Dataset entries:
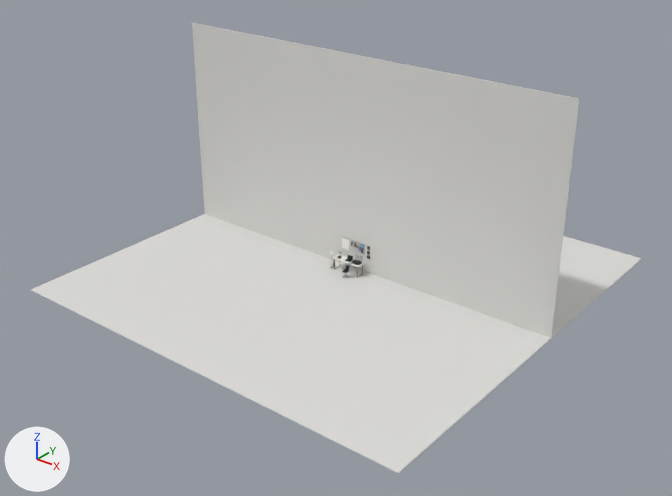
An edit to the Blender file room-3d/source/qianyu-room.blend, drawn before and after from the same camera.
Before and after are seen from a 50 mm camera at (117.3, -150.3, 98.8) aimed at (2.7, -7.1, 10.0). The axes (+X, +Y, +Z) are drawn at lower left. The lights are the same throughout. The older version comes first.

In view in the first picture: 'about_image_lower', 'about_image_upper', 'studio_floor', 'studio_wall' and 3 more.
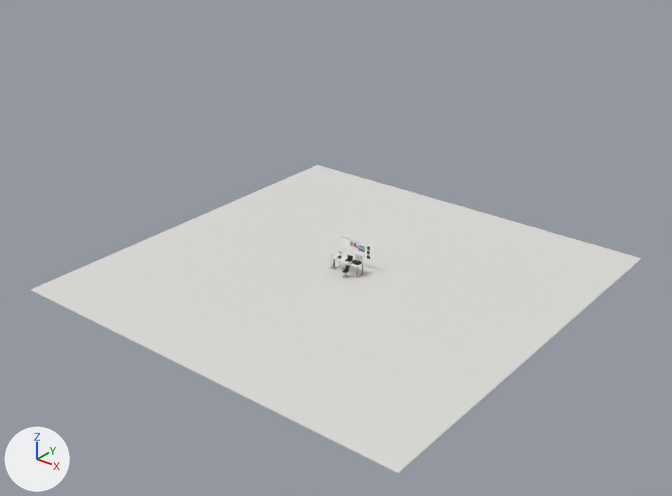
The change in detail:
Mesh me_about_image_mesh is new.
It has 4 vertices, 1 face and spans x -0.81..0.81, y 0.0, z -0.61..0.61.
It uses material mat_photo_sea (picture img_me8_jpg).
Object 'studio_wall' (ob_studio_wall) is deleted.
Object 'about_image_upper' (ob_about_image_upper) is deleted.
Object 'about_image_lower' (ob_about_image_lower) is deleted.
Object 'about_image' (ob_about_image) is new; it shows me_about_image_mesh.
Its location is (1.8, 3.4, 5.6).

Pixel boxes [x1, y1, x2, y2] of what changed, in the pictures (672 x 496 px):
'studio_wall', deleted: before [192, 23, 579, 338]
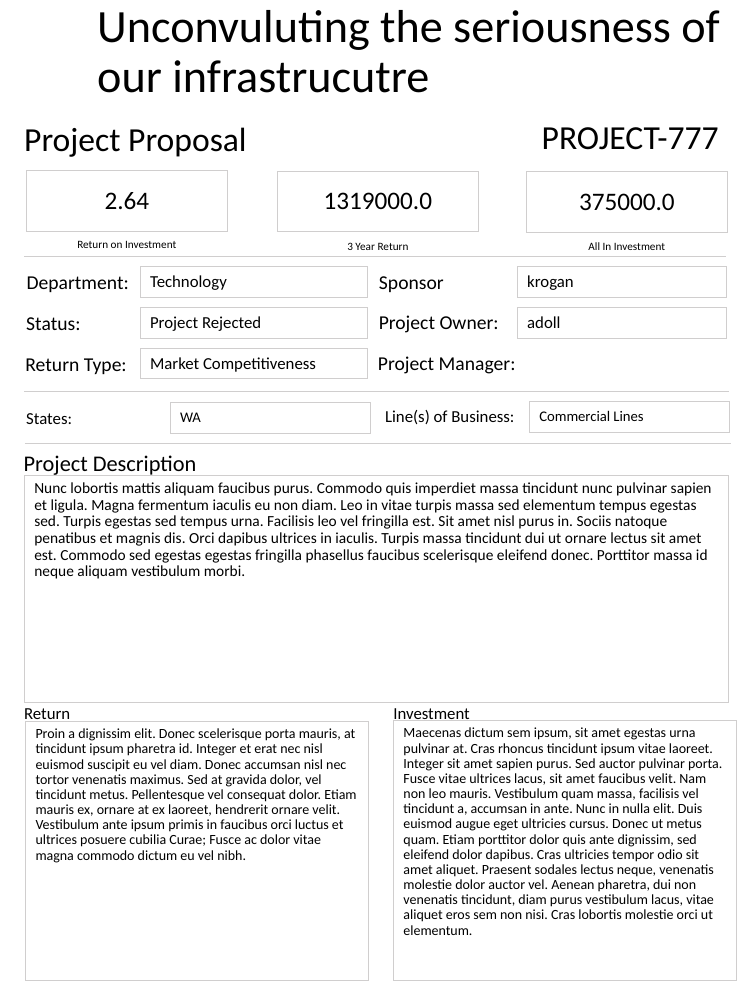
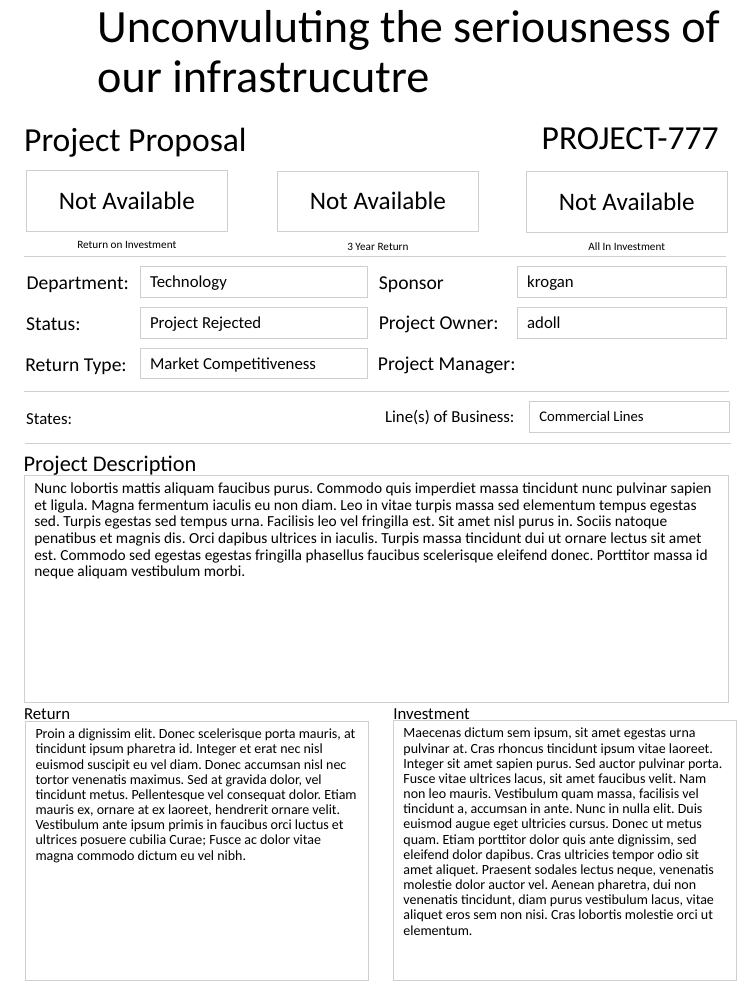
Before and after one commit to spikewood/Project-Report-Generator, a slide deck: slide 17 of ppt_output.pptx. Drawn at 756x1008 pixels with LibreOffice and Linux fonts; fonts in the diff are those of the drawing; background and template pictures are left out. Boxes give left, top, right and bottom in pixels: in the first picture for what was removed or moved away, otherwise in the second. Text is boxed around its words. In the diff, an @@ line names an element or a change of style, - is before the commit and + after.

```diff
--- a/ppt_output.pptx
+++ b/ppt_output.pptx
@@ text at (59,191,194,210): text changed @@
-2.64
+Not Available
@@ text at (310,191,446,209): text changed @@
-1319000.0
+Not Available
@@ text at (559,192,694,211): text changed @@
-375000.0
+Not Available
@@ text removed at (170,402,371,432) @@
-WA
```
Also in this commit, not shown: 13 other slides changed, 2 slides added, 2 slides removed, 1 other file.

• _Your assignment_
Please quote exactly the run of lines that starts the entries and ends at the line containing "It uses material", leaving out every picture.

• _Result for this task_
An edit to the Blender file room-3d/source/qianyu-room.blend, drawn before and after from the same camera.
Before and after are seen from a 50 mm camera at (117.3, -150.3, 98.8) aimed at (2.7, -7.1, 10.0). The axes (+X, +Y, +Z) are drawn at lower left. The lights are the same throughout. The older version comes first.

In view in the first picture: 'about_image_lower', 'about_image_upper', 'studio_floor', 'studio_wall' and 3 more.
The change in detail:
Mesh me_about_image_mesh is new.
It has 4 vertices, 1 face and spans x -0.81..0.81, y 0.0, z -0.61..0.61.
It uses material mat_photo_sea (picture img_me8_jpg).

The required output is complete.